Два господина крепкой комплекции выскакивают из машины, бережно принимают Дениса, сажают его в чрево салона, и тут же укатывают на всех парах.
Вот и все, конец истории. Я стою, смотрю вслед удаляющемуся автомобилю и качаю головой.
– Поехали, док! – кричит Родион.
– Куда?
– Домой. Закатим пирушку, обмоем.
– А Трупака куда?
– Сдадим по пути в камеру хранения.
– Поехали…
Обмыл я это дело, надо сказать, основательно. Родион выдал мне бутылку бомбейского рома – бурого, остро-пряного, и крепкого, как пойло капитана Флинта. Такие вот мне выпали премиальные. Никто не препятствовал употреблению алкоголя. Женя, Родион и Мулькин дружно пили вместе со мной – само собой, не ром, а минералку и апельсиновый сок. При этом поглядывали на меня со нисхождением: вот, мол, глупый человечек, травит себя ужасной гадостью, и не понимает, насколько это вредно. Я думал, что уговорю всю бутылку, никак не мог расслабиться и придти в себя, но двести граммов свалили меня с ног лучше, чем горсть снотворных таблеток. Я поплыл, меня под ручки отвели в постель и положили отдыхать.

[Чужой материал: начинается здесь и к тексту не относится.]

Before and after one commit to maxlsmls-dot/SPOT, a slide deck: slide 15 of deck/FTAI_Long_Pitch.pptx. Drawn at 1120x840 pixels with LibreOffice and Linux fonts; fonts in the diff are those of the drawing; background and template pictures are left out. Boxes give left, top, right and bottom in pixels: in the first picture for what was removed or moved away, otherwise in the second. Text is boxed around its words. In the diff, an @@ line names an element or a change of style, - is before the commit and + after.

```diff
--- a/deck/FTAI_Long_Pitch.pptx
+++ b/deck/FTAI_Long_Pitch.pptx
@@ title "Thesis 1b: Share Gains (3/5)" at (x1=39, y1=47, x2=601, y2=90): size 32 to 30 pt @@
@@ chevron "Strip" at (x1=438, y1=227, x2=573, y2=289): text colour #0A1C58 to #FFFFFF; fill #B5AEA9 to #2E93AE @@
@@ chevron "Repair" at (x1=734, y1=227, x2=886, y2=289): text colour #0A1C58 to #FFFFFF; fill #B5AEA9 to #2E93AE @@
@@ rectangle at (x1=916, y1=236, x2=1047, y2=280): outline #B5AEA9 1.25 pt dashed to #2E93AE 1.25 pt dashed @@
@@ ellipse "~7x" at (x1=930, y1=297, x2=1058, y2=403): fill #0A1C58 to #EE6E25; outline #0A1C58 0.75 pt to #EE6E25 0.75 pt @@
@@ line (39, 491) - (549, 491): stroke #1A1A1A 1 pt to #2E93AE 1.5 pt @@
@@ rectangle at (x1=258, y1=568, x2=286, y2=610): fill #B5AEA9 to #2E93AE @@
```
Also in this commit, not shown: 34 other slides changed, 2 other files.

Проснулся на следующий день, часов в одиннадцать утра. Основательно выспался, и чувствовал себя на удивление бодро, только вот есть хотелось до смерти. Жени рядом не было, и снова я испугался: а вдруг и не будет больше, вдруг отправили ее на какое-нибудь новое сверхважное, суперсекретное задание, а я не оправдал доверия, и вытурят меня обратно в обычную жизнь, пожизненно, без права свиданий и переписки.

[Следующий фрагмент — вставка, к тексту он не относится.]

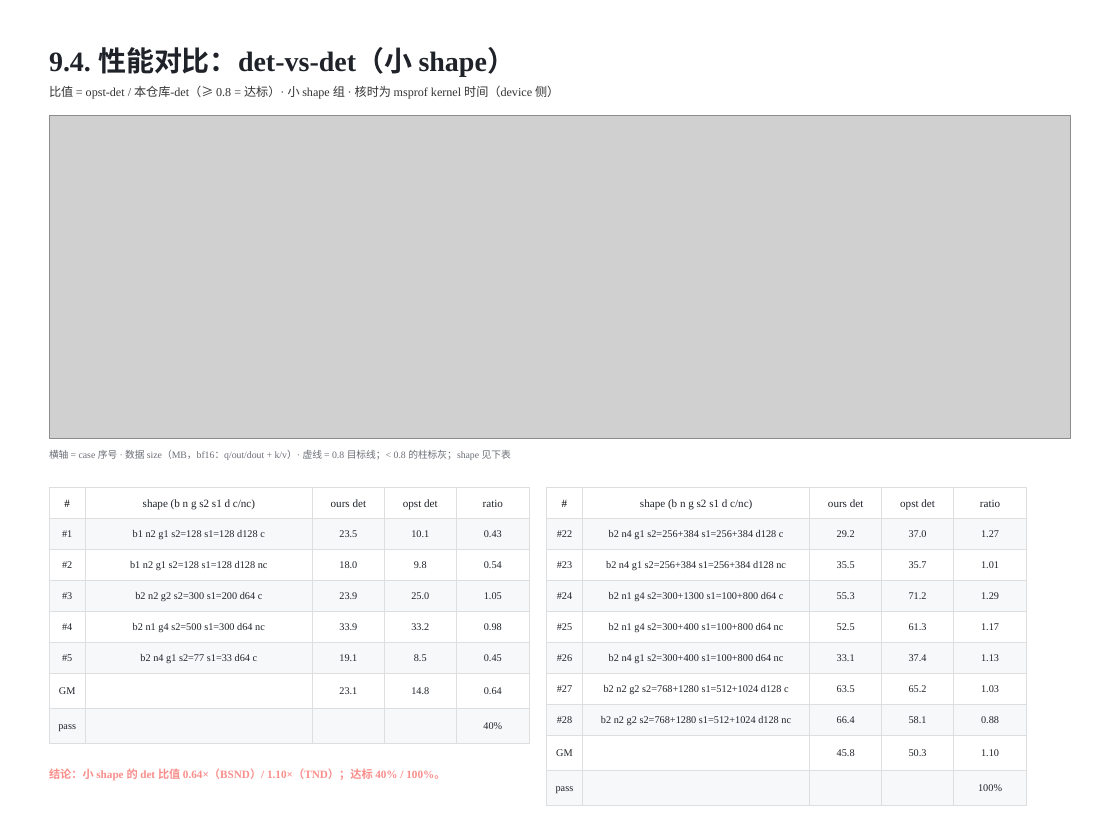
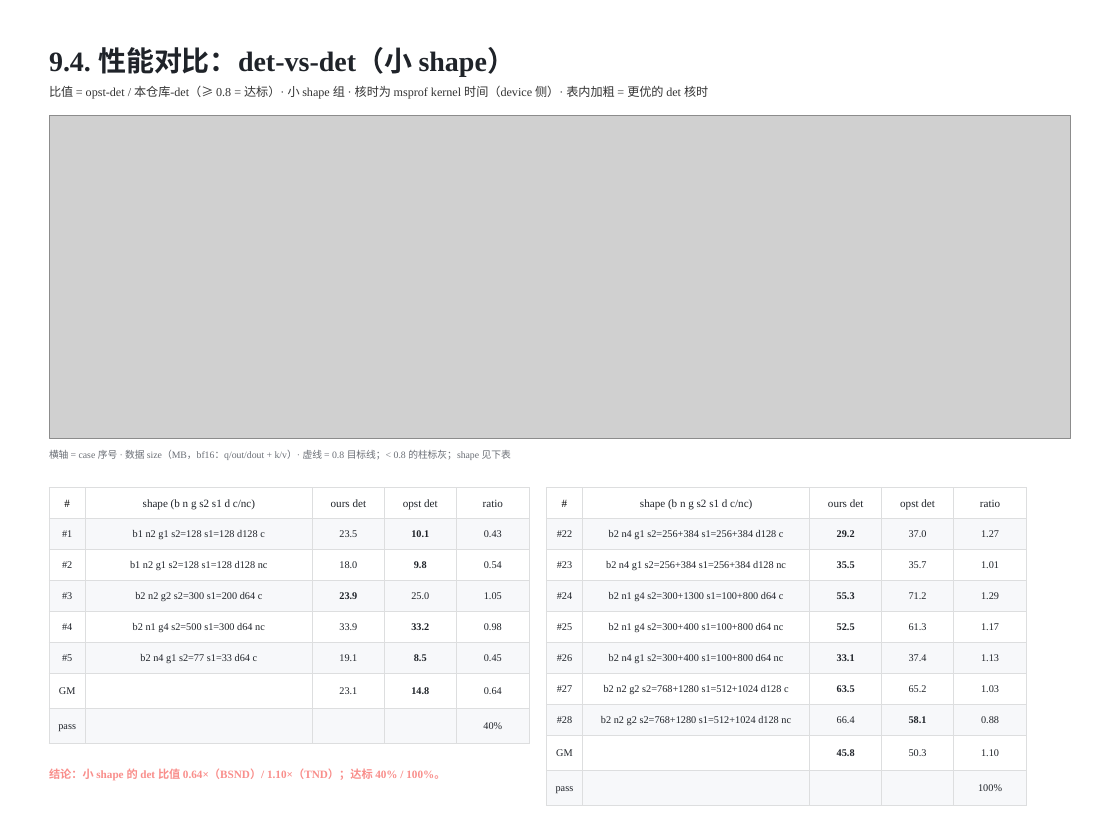
Before and after one commit to guomc9/SeeTen, a slide deck: slide 22 of cases/flash-attention-det-accum/out/v3-index-schedules.pptx. Drawn at 1120x840 pixels with LibreOffice and Linux fonts; fonts in the diff are those of the drawing; grey boxes stand for pictures. Boxes give left, top, right and bottom in pixels: in the first picture for what was removed or moved away, otherwise in the second. Text is boxed around its words. In the diff, an @@ line names an element or a change of style, - is before the commit and + after.

Commit message:
chapter 9 tables: bold the better of ours/opst for every det and nd column
- spec_table cells now parse the documented inline markers (**bold**, ==emph==)
  through _rich_segments, so a single cell can mark its winning value; check_cells
  keeps measuring the rendered run text.
- 9.4-9.6 (det-vs-det), 9.7-9.9 (nd-vs-nd) and 9.10/9.11 (detail, incl. the GM
  rows) bold the smaller kernel time of the ours/opst pair for det and nd
  separately; ratio columns and pass rows stay plain, and each page says what the
  bold means.  9.1-9.3 remain un-bolded because their cells are det/nd penalty
  ratios (the skill's rule is not to bold ratio rows).
- verified programmatically: all 115 data rows match min-of-pair bolding, no
  literal ** / == markers leak into any cell; deck 32 pages, 0 layout issues,
  check_case ALL PASS, verify_demo clean.

```diff
--- a/cases/flash-attention-det-accum/out/v3-index-schedules.pptx
+++ b/cases/flash-attention-det-accum/out/v3-index-schedules.pptx
@@ text at (x1=49, y1=86, x2=708, y2=99): text changed @@
-比值 = opst-det / 本仓库-det（≥ 0.8 = 达标）· 小 shape 组 · 核时为 msprof kernel 时间（device 侧）
+比值 = opst-det / 本仓库-det（≥ 0.8 = 达标）· 小 shape 组 · 核时为 msprof kernel 时间（device 侧）· 表内加粗 = 更优的 det 核时
@@ table at (x1=49, y1=488, x2=529, y2=735) @@
@@ bold on in "10.1", "9.8", "23.9", "33.2" and 2 more places @@
@@ table at (x1=546, y1=488, x2=1027, y2=797) @@
@@ bold on in "29.2", "35.5", "55.3", "52.5" and 4 more places @@
```
Also in this commit, not shown: 7 other slides changed, 2 other files.

Родион пугал меня своей брутальностью и все же я относился к нему с уважением, и с интересом, и даже некоторой завистью – попробуйте не позавидовать такому. Мулькин нравился мне безусловно; несмотря на специфическую манеру выражаться и наркоманскую наружность, не читалось в нем ничего подлого, и глаза его, умные и добрые, с лихвой компенсировали недостатки внешности – скорее криминальной, чем плебейской. Про Женю говорить не будем, и так понятно, насколько я любил ее. Рафиса я видел недолго, но не мог предъявить к нему ни малейших претензий – он походил на хорошего человека гораздо более, чем на плохого. Выходило так, что все мне нравились встреченные в жизни подлизы. Да что там нравились, порождали откровенное желание подружиться. Даже Родион, вначале вызывавший отторжение, в полпрыжка преодолел моральный барьер и широко, по-барски расположился в моей душе, заняв в ней на удивление обширную территорию.

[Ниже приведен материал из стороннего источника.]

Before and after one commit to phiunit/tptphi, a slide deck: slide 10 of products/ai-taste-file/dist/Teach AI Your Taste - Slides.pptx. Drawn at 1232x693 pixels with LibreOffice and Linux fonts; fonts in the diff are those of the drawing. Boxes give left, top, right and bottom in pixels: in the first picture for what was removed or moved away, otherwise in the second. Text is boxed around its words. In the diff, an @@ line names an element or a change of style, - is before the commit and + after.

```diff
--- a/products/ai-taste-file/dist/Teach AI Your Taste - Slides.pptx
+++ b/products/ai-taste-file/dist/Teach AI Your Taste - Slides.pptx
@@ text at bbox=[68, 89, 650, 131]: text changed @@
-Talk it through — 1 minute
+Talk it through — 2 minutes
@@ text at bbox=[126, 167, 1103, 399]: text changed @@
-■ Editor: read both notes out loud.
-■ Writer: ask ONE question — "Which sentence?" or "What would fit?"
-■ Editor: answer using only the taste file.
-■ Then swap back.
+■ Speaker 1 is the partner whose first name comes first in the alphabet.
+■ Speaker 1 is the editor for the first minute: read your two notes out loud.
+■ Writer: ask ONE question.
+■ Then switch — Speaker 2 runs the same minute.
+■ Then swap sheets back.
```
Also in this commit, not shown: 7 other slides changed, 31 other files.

Я человек вполне обаятельный. Обаятельный автоматически, иногда даже лишку – не хвастаюсь, просто констатирую факт. Скажу больше: я страдаю от непроизвольного обаяния. Число людей, которые хотят со мною подружиться и пообщаться, во много раз превышает личные мои потребности. Интеллигентный человек с хорошо подвешенным языком, в то же время достаточно повидавший в жизни, создает у окружающих людей иллюзию, что ничего не стоит усадить его с собой за стол, напоить и втянуть в многочасовой разговор. А потом начинаются обиды. Человек (то есть я) вдруг оказывается практически непьющим, и неприлично мало едящим, и немногословным, и даже нервным. Он (я) то и дело бегает в туалет, чтобы хоть на короткий миг насладиться отсутствием чужих слов, и трет лоб, и утомленно закрывает пальцами глаза, и отчаянно мечтает сбежать, оказаться дома в любимой непроницаемой тишине, молча почитать книжку, лежа на диване, почти не шевелясь, потому что устал двигаться, и наконец заснуть, и увидеть хороший сон.